Hey....! Good to see you again kiddo...welcome back!


----------



## fly boy (Aug 4, 2008)

hey lucky


----------



## Matt308 (Aug 4, 2008)

Welcome back dude.


----------



## Lucky13 (Aug 4, 2008)

Thought that you were a goner for a while there, glad that you're not buddy!


----------



## Wurger (Aug 4, 2008)

Welcome back buddy.How many girls were shot down that time?


----------



## fly boy (Aug 4, 2008)

ha ha nice


----------



## ccheese (Aug 4, 2008)

Gee.... no wonder it was so quiet, around here.. Welcome back, ace....

Charles


----------



## fly boy (Aug 4, 2008)

thank charles atleast it good that i know i was missed

but i thought the noobs would hold out till i came back


----------



## DerAdlerIstGelandet (Aug 4, 2008)

You are still a noob kiddo...

Welcome back!


----------



## Thorlifter (Aug 4, 2008)

DerAdlerIstGelandet said:


> You are still a noob kiddo...
> 
> Welcome back!





Welcome back.


----------



## Catch22 (Aug 4, 2008)

Welcome back man!


----------



## fly boy (Aug 4, 2008)

DerAdlerIstGelandet said:


> You are still a noob kiddo...
> 
> Welcome back!



good old alder 
salute germans from US


----------



## Njaco (Aug 4, 2008)

flyboy!!!! I was just about to start a thread about where you had gone off to!! Good to see you back!
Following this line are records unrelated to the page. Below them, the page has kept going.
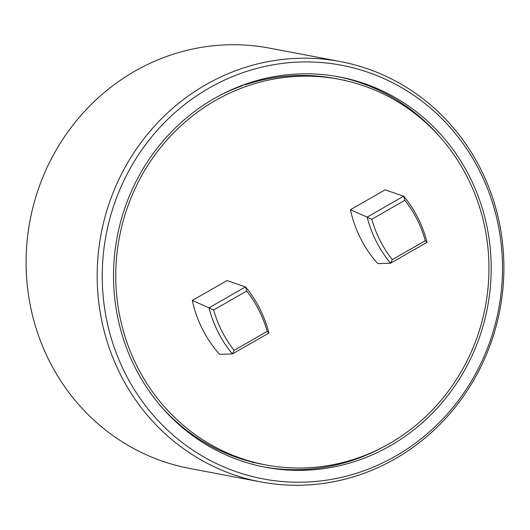 <?xml version="1.0" encoding="UTF-8"?>
<svg xmlns="http://www.w3.org/2000/svg" width="530" height="530" viewBox="0 0 530 530"><rect width="100%" height="100%" fill="white"/><g stroke="black" fill="none" stroke-linecap="round" stroke-linejoin="round"><path stroke-width="0.79" d="M260.687 481.902L189.614 468.427A213.908 202.97 -79.3 0 1 49.568 361.46A213.908 202.97 -79.3 0 1 66.522 133.805A213.908 202.97 -79.3 0 1 269.313 48.097L340.386 61.573A213.908 202.97 100.7 0 0 137.595 147.28A213.908 202.97 100.7 0 0 120.648 374.935A213.908 202.97 100.7 0 0 260.687 481.902A213.908 202.97 100.7 0 0 463.478 396.195A213.908 202.97 100.7 0 0 480.432 168.54A213.908 202.97 100.7 0 0 340.386 61.573M130.579 352.066A196.279 186.242 100.7 0 0 145.174 380.825A196.279 186.242 100.7 0 0 265.795 464.929A196.279 186.242 100.7 0 0 447.055 392.863A196.279 186.242 100.7 0 0 474.138 192.105A196.279 186.242 100.7 0 0 459.55 163.346A196.279 186.242 100.7 0 0 338.928 79.242A196.279 186.242 100.7 0 0 157.662 151.308A196.279 186.242 100.7 0 0 130.579 352.066M265.795 464.929L262.151 464.234A196.279 186.242 -79.3 0 1 253.578 462.392L252.598 462.2M244.012 84.714L244.933 84.893A196.279 186.242 -79.3 0 1 335.285 78.553L338.928 79.242M344.036 80.288L344.54 80.004L344.765 80.454M244.714 84.462L244.933 84.893M253.578 462.392L252.889 462.783L252.565 462.14A196.279 186.242 -79.3 0 1 160.471 405.768M404.841 200.3A115.991 110.061 -79.3 0 1 425.332 240.686L427.067 242.276A118.707 112.638 100.7 0 0 403.668 196.16L367.164 217.108L371.802 219.254L404.841 200.3L403.661 196.166L385.111 189.853L350.436 209.741L367.151 217.108A118.707 112.638 100.7 0 0 390.544 263.231L377.757 263.589A118.707 112.638 100.7 0 1 350.436 209.741M246.695 291.023A115.991 110.061 -79.3 0 1 267.18 331.409L268.915 333.012A118.707 112.638 100.7 0 0 245.523 286.882L209.019 307.831L213.656 309.977L246.695 291.023L245.516 286.889L226.966 280.575L192.291 300.47L209.006 307.831A118.707 112.638 100.7 0 0 232.398 353.954L219.612 354.318A118.707 112.638 100.7 0 1 192.291 300.47M425.332 240.686L392.293 259.64L390.564 263.224L427.061 242.283M392.293 259.64A115.991 110.061 -79.3 0 1 371.802 219.254M268.915 333.012L232.412 353.947L234.147 350.363A115.991 110.061 -79.3 0 1 213.656 309.977M267.18 331.409L234.147 350.363M219.261 95.745A196.279 186.242 -79.3 0 1 241.448 86.099L243.608 84.86M440.602 137.714A198.631 188.475 100.7 0 0 337.544 76.598M263.536 466.884A198.631 188.475 100.7 0 0 381.819 447.737M479.398 170.521A210.516 199.75 -79.3 0 1 294.673 482.194A210.516 199.75 -79.3 0 1 133.01 163.538A210.516 199.75 -79.3 0 1 479.398 170.521M469.401 176.258A198.631 188.475 -79.3 0 1 453.667 387.649A198.631 188.475 -79.3 0 1 265.358 467.235A198.631 188.475 -79.3 0 1 117.183 236.97A198.631 188.475 -79.3 0 1 339.366 76.93A198.631 188.475 -79.3 0 1 469.401 176.258"/></g></svg>
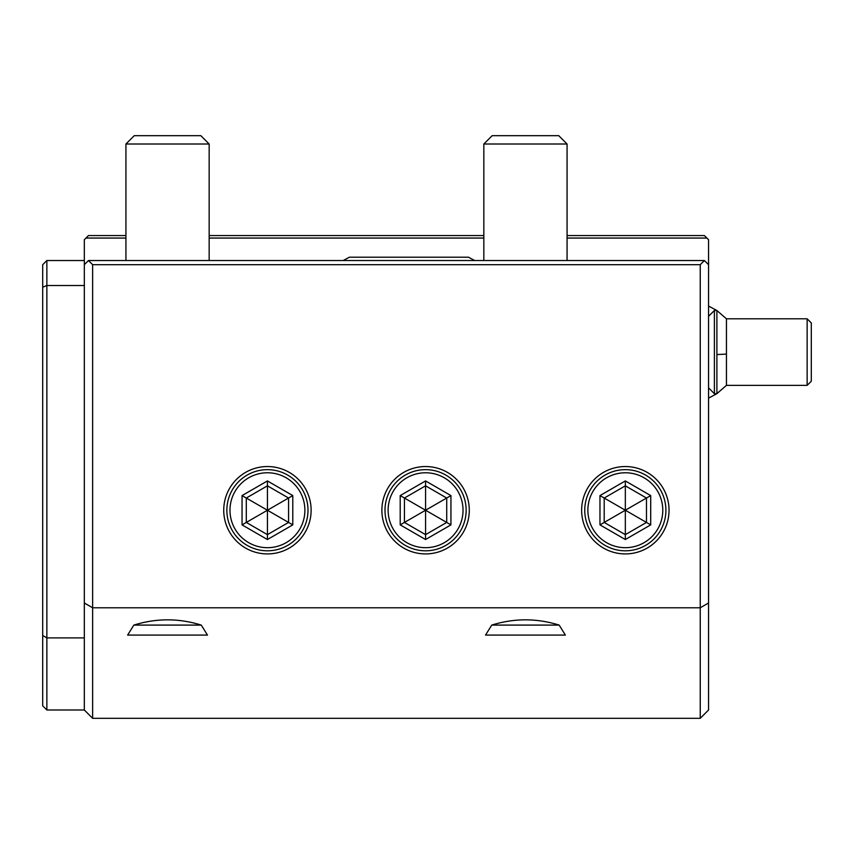 <?xml version="1.0" encoding="UTF-8"?>
<svg xmlns="http://www.w3.org/2000/svg" width="854" height="854" viewBox="0 0 854 854"><rect width="100%" height="100%" fill="white"/><g stroke="black" fill="none" stroke-linecap="round" stroke-linejoin="round"><path stroke-width="1.28" d="M125.933 238.063L85.976 238.063L88.474 235.565L125.933 235.565M209.166 235.565L483.834 235.565M567.067 235.565L704.401 235.565L706.899 238.063L567.067 238.063M209.166 238.063L483.834 238.063M85.976 238.063L84.322 239.728L84.322 260.534L46.863 260.534L46.863 709.994L84.322 709.994L92.638 718.321L92.638 607.792L700.237 607.792L708.564 602.988L708.564 239.728L706.899 238.063M84.322 260.534L84.322 264.697L88.474 260.534L704.401 260.534L700.237 264.697L92.638 264.697L88.474 260.534M92.638 264.697L92.638 607.792L84.322 602.988L84.322 264.697M708.564 602.988L708.564 709.994L700.237 718.321L700.237 264.697M581.638 510.233A43.693 43.693 0 0 0 625.331 553.926A43.693 43.693 0 0 0 669.034 510.233A43.693 43.693 0 0 0 625.331 466.54A43.693 43.693 0 0 0 581.638 510.233M381.877 510.233A43.693 43.693 0 0 0 425.57 553.926A43.693 43.693 0 0 0 469.273 510.233A43.693 43.693 0 0 0 425.57 466.54A43.693 43.693 0 0 0 381.877 510.233M223.737 510.233A43.693 43.693 0 0 0 267.43 553.926A43.693 43.693 0 0 0 311.123 510.233A43.693 43.693 0 0 0 267.43 466.54A43.693 43.693 0 0 0 223.737 510.233M704.401 260.534L708.564 264.697M84.322 637.906L46.863 637.906L42.7 635.504L42.7 287.232L46.863 285.503L84.322 285.503M84.322 709.994L84.322 602.988M700.237 718.321L92.638 718.321M491.744 625.096L485.531 635.088L565.369 635.088L559.167 625.096C536.686 618.093 514.215 618.093 491.744 625.096L559.167 625.096M133.843 625.096L127.63 635.088L207.469 635.088L201.256 625.096C178.785 618.093 156.314 618.093 133.843 625.096L201.256 625.096M46.863 260.534L42.7 264.697L42.7 287.232M46.863 709.994L42.7 705.831L42.7 635.504M714.392 310.472L714.392 393.705L716.89 393.705L716.89 310.472L714.392 310.472L708.564 316.3M807.137 385.378L811.3 381.226L811.3 322.961L807.137 318.798L807.137 385.378L726.444 385.378L726.444 318.798L716.89 310.514M584.755 510.233A40.576 40.576 0 0 0 625.331 550.809A40.576 40.576 0 0 0 665.906 510.233A40.576 40.576 0 0 0 625.331 469.657A40.576 40.576 0 0 0 584.755 510.233M662.789 510.233A37.459 37.459 0 0 1 625.331 547.692A37.459 37.459 0 0 1 587.872 510.233A37.459 37.459 0 0 1 625.331 472.774A37.459 37.459 0 0 1 662.789 510.233M599.967 495.587L599.967 524.879L625.331 539.525L650.705 524.879L646.478 522.434L646.478 498.031L625.331 485.819L604.194 498.031L604.194 522.434L625.331 534.647L646.478 522.434L625.331 510.233L625.331 480.941L599.967 495.587L625.331 510.233L646.478 498.031L650.705 495.587L625.331 480.941M625.331 539.525L625.331 510.233L599.967 524.879M384.994 510.233A40.576 40.576 0 0 0 425.57 550.809A40.576 40.576 0 0 0 466.145 510.233A40.576 40.576 0 0 0 425.57 469.657A40.576 40.576 0 0 0 384.994 510.233M463.028 510.233A37.459 37.459 0 0 1 425.57 547.692A37.459 37.459 0 0 1 388.122 510.233A37.459 37.459 0 0 1 425.57 472.774A37.459 37.459 0 0 1 463.028 510.233M400.206 495.587L400.206 524.879L425.57 539.525L450.944 524.879L446.717 522.434L446.717 498.031L425.57 485.819L404.433 498.031L404.433 522.434L425.57 534.647L446.717 522.434L425.57 510.233L425.57 480.941L400.206 495.587L425.57 510.233L446.717 498.031L450.944 495.587L425.57 480.941M425.57 539.525L425.57 510.233L400.206 524.879M226.854 510.233A40.576 40.576 0 0 0 267.43 550.809A40.576 40.576 0 0 0 308.006 510.233A40.576 40.576 0 0 0 267.43 469.657A40.576 40.576 0 0 0 226.854 510.233M304.889 510.233A37.459 37.459 0 0 1 267.43 547.692A37.459 37.459 0 0 1 229.972 510.233A37.459 37.459 0 0 1 267.43 472.774A37.459 37.459 0 0 1 304.889 510.233M242.056 495.587L242.056 524.879L267.43 539.525L292.794 524.879L288.567 522.434L288.567 498.031L267.43 485.819L246.294 498.031L246.294 522.434L267.43 534.647L288.567 522.434L267.43 510.233L267.43 480.941L242.056 495.587L267.43 510.233L292.794 495.587L267.43 480.941M267.43 539.525L267.43 510.233L242.056 524.879M567.067 260.534L567.067 144.006L483.834 144.006L483.834 260.534M483.834 144.006L492.16 135.679L558.751 135.679L567.067 144.006M209.166 260.534L209.166 144.006L125.933 144.006L125.933 260.534M125.933 144.006L134.259 135.679L200.839 135.679L209.166 144.006M726.444 354.058A49.938 2.957 180 0 1 716.89 354.549M650.705 524.879L650.705 495.587M450.944 524.879L450.944 495.587M292.794 524.879L292.794 495.587M708.564 387.876L714.392 393.705M708.564 306.052L716.826 310.472M726.444 385.378L716.89 393.662M716.826 393.705L708.564 398.135M807.137 318.798L726.444 318.798M343.191 260.534L349.414 257.203L468.44 257.203L474.664 260.534"/></g></svg>
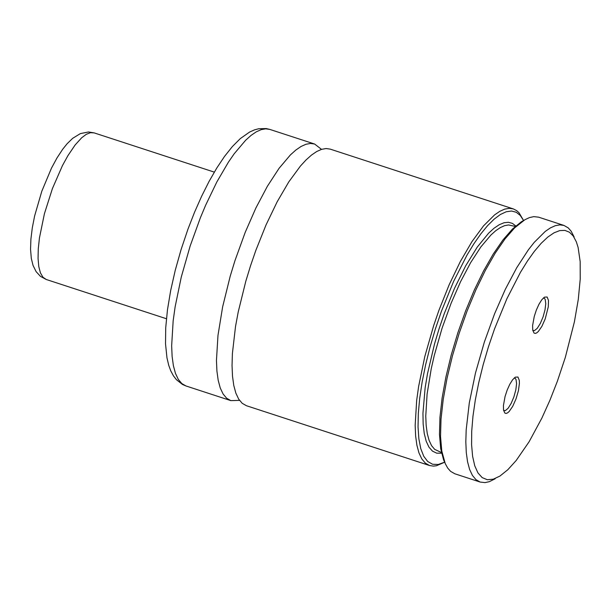 <?xml version="1.0" encoding="UTF-8"?>
<svg xmlns="http://www.w3.org/2000/svg" width="611" height="611" viewBox="0 0 611 611"><rect width="100%" height="100%" fill="white"/><g stroke="black" fill="none" stroke-linecap="round" stroke-linejoin="round"><path stroke-width="0.92" d="M523.36 220.113L519.014 212.758L516.73 210.673L513.324 208.909L330.215 149.122L326.091 148.542L321.562 149.351L316.666 151.543L311.473 155.095L306.027 159.96L300.391 166.093L288.789 181.895L277.165 201.798L266.022 224.963L255.841 250.38L250.548 265.724L245.805 281.236L238.237 311.87L235.51 326.549L232.394 353.563L232.043 365.508L232.501 376.177L233.776 385.419L235.838 393.087L238.664 399.082L242.208 403.313L246.424 405.719L429.525 465.521L433.314 466.109L436.391 465.765L444.243 462.397M514.149 378.041L515.279 378.4L516.028 379.507L516.585 383.716L515.821 389.894L513.889 396.898L511.14 403.451L508.077 408.331L505.266 410.653L503.586 410.386M517.952 377.033L519.319 380.493L519.411 383.372L518.418 390.704L516.028 398.899L512.721 406.33L509.146 411.524L507.481 412.937L506.023 413.448L504.823 413.044L503.533 410.111L503.426 405.551L505.06 396.516L507.153 390.108L509.765 384.304L512.576 379.813L515.241 377.178L517.952 377.033M532.769 330.368L534.449 330.635L537.26 328.313L540.323 323.433L543.08 316.888L545.004 309.876L545.768 303.705L545.211 299.489L544.462 298.382L543.332 298.023M547.143 297.015L544.424 297.16L541.758 299.795L538.948 304.286L536.336 310.09L534.243 316.498L532.609 325.533L532.723 330.093L534.006 333.026L535.205 333.43L536.672 332.919L538.329 331.506L541.904 326.312L545.211 318.881L548.288 306.814L548.502 300.475L547.143 297.015M557.392 381.195L565.32 357.397L574.409 321.806L578.281 299.428L580.229 279.097L580.167 261.569L578.121 247.486L576.364 241.903L573.301 236.09L569.46 232.233L564.908 230.393L559.714 230.599L553.971 232.844L547.762 237.099L541.193 243.293L534.381 251.32L527.43 261.05L520.45 272.33L506.886 298.748L494.559 328.855L488.464 346.743L483.156 364.798L478.749 382.654L475.32 399.93L472.96 416.267L471.707 431.32L471.593 444.777L472.616 456.356L474.755 465.803L477.962 472.945L482.186 477.611L487.318 479.711L493.26 479.2L499.89 476.091L507.794 469.752L516.165 460.518L529.111 441.753L541.888 418.069L549.938 400.205L557.392 381.195M574.119 236.923L571.14 231.179L568.23 227.88L563.976 225.444L559.859 224.863L555.33 225.68L550.442 227.872L545.249 231.416L534.174 242.43L528.408 249.762L516.738 267.717L505.297 289.37L494.582 313.794L484.347 342.068L475.473 373.038L469.301 402.901L466.178 429.915L465.819 441.86L466.277 452.53L467.552 461.771L469.607 469.439L472.433 475.434L475.969 479.658L480.177 482.064L485.042 482.606L489.342 481.667L495.139 478.787M523.566 220.533L520.259 215.439L516.219 212.246L511.514 211.024L506.214 211.773L500.401 214.484L494.169 219.128L487.609 225.619L480.834 233.86L473.937 243.72L467.025 255.054L453.622 281.396L441.44 311.243L435.376 329.008L430.075 346.949L425.638 364.706L422.155 381.928L419.704 398.265L418.321 413.395L418.039 427.013L418.863 438.851L420.773 448.665L423.744 456.264L427.7 461.496L432.573 464.253L438.263 464.482L444.655 462.183M513.324 208.909L509.207 208.328L504.678 209.138L499.79 211.33L494.597 214.881L483.515 225.887L471.921 241.681L460.297 261.592L449.161 284.757L438.973 310.182L433.688 325.526L424.813 356.496L418.642 386.351L416.679 400.32L415.159 425.317L415.625 435.987L416.893 445.22L418.955 452.896L421.773 458.884L425.317 463.115L429.525 465.521M321.516 149.367L314.634 144.036L310.51 143.455L305.974 144.265L301.086 146.457L295.892 150.008L290.446 154.873L279.044 168.346L267.366 186.294L255.917 207.939L245.202 232.363L234.968 260.63L230.225 276.141L222.648 306.775L217.974 335.424L216.454 360.421L216.92 371.091L218.196 380.325L220.258 388L223.084 393.988L226.628 398.219L230.843 400.625L239.543 400.381M523.94 220.304L521.313 221.808L512.408 229.094L502.96 239.94L493.26 254.023L483.607 270.894L474.304 290.049L465.628 310.892L457.853 332.781L451.208 355.037L445.915 376.987L442.12 397.937L439.958 417.26L439.477 434.352L440.699 448.68L443.586 459.823L444.823 462.588M563.976 225.444L538.65 217.18L533.785 216.638L529.485 217.577L524.88 219.731L514.638 227.865L505.037 238.886L495.185 253.191L485.378 270.337L475.923 289.805L467.102 310.984L459.205 333.224L452.453 355.839L447.076 378.14L443.219 399.434L441.02 419.062L440.531 436.43L441.776 450.994L445.243 463.604L447.695 468.057L450.605 471.356L454.851 473.792L480.177 482.064M515.241 226.437L508.604 224.947L504.617 225.658L500.31 227.59L495.735 230.714L490.938 235.006L480.895 246.875L470.615 262.692L460.534 281.77L451.094 303.285L442.074 328.191L434.261 355.472L431.221 368.845L427.097 394.08L425.76 416.099L426.165 425.5L427.28 433.634L429.098 440.394L431.587 445.679L434.704 449.398L441.417 452.499M515.791 225.955L512.369 223.366L508.428 222.289L504.022 222.748L499.21 224.733L494.055 228.216L488.632 233.158L477.237 247.111L465.643 265.869L454.462 288.43L444.273 313.603L439.11 328.672L434.536 343.894L427.486 373.764L425.126 387.893L422.942 413.311L423.163 424.164L424.248 433.52L426.188 441.218L428.945 447.122L432.473 451.132L436.705 453.171L441.585 453.217M186.042 385.992L182.483 384.464L176.419 379.698L173.448 375.849L170.797 370.923L168.766 365.431L166.963 357.809L165.528 343.833L165.718 327.763L167.46 309.876L170.668 290.561L175.242 270.291L181.07 249.624L187.974 229.11L194.535 212.269L201.615 196.276L209.069 181.429L216.752 168.078L224.527 156.424L232.379 146.556L240.291 138.613L249.616 132.037L254.489 129.868L258.82 128.722L266.205 128.57L269.833 129.41L265.709 128.829L261.18 129.639L256.284 131.831L251.09 135.375L245.645 140.247L234.234 153.712L228.399 162.175L216.775 182.078L205.632 205.243L200.393 217.737L190.158 246.004L181.291 276.974L175.128 306.829L173.165 320.79L171.653 345.788L172.119 356.457L173.394 365.691L175.456 373.367L178.282 379.362L181.834 383.586L186.042 385.992L230.843 400.625M46.253 279.494L40.456 276.371L36.133 271.666L33.04 265.418L31.314 258.453L30.55 249.341L30.909 239.092L32.291 227.872L34.628 215.92L41.808 191.228L51.507 168.078L56.968 157.989L62.681 149.267L67.08 143.776L72.686 138.315L80.369 133.603L88.526 131.976L94.132 132.885L90.451 132.694L86.258 134.336L81.668 137.773L75.122 144.99L67.928 155.637L62.482 165.528L52.416 188.578L44.427 213.674L39.448 237.9L38.279 248.792L38.058 258.43L38.776 266.526L40.418 272.85L42.938 277.218L46.253 279.494L166.429 318.743M269.833 129.41L314.634 144.036M443.586 459.823L444.709 462.313M521.313 221.808L523.688 220.456M94.132 132.885L214.308 172.126"/></g></svg>

Missed you!


----------



## Wayne Little (Aug 5, 2008)

Ah! you've come back to us...welcome back mate!


----------



## Lucky13 (Aug 5, 2008)

We DO need some young and fresh blood in here....


----------



## rochie (Aug 5, 2008)

welcome back flyboy i thought your parents had confiscated your computer


----------



## fly boy (Aug 5, 2008)

thanks for planing on making a thread njaco


----------



## Gnomey (Aug 5, 2008)

Welcome back.


----------



## Heinz (Aug 5, 2008)

Welcome back


----------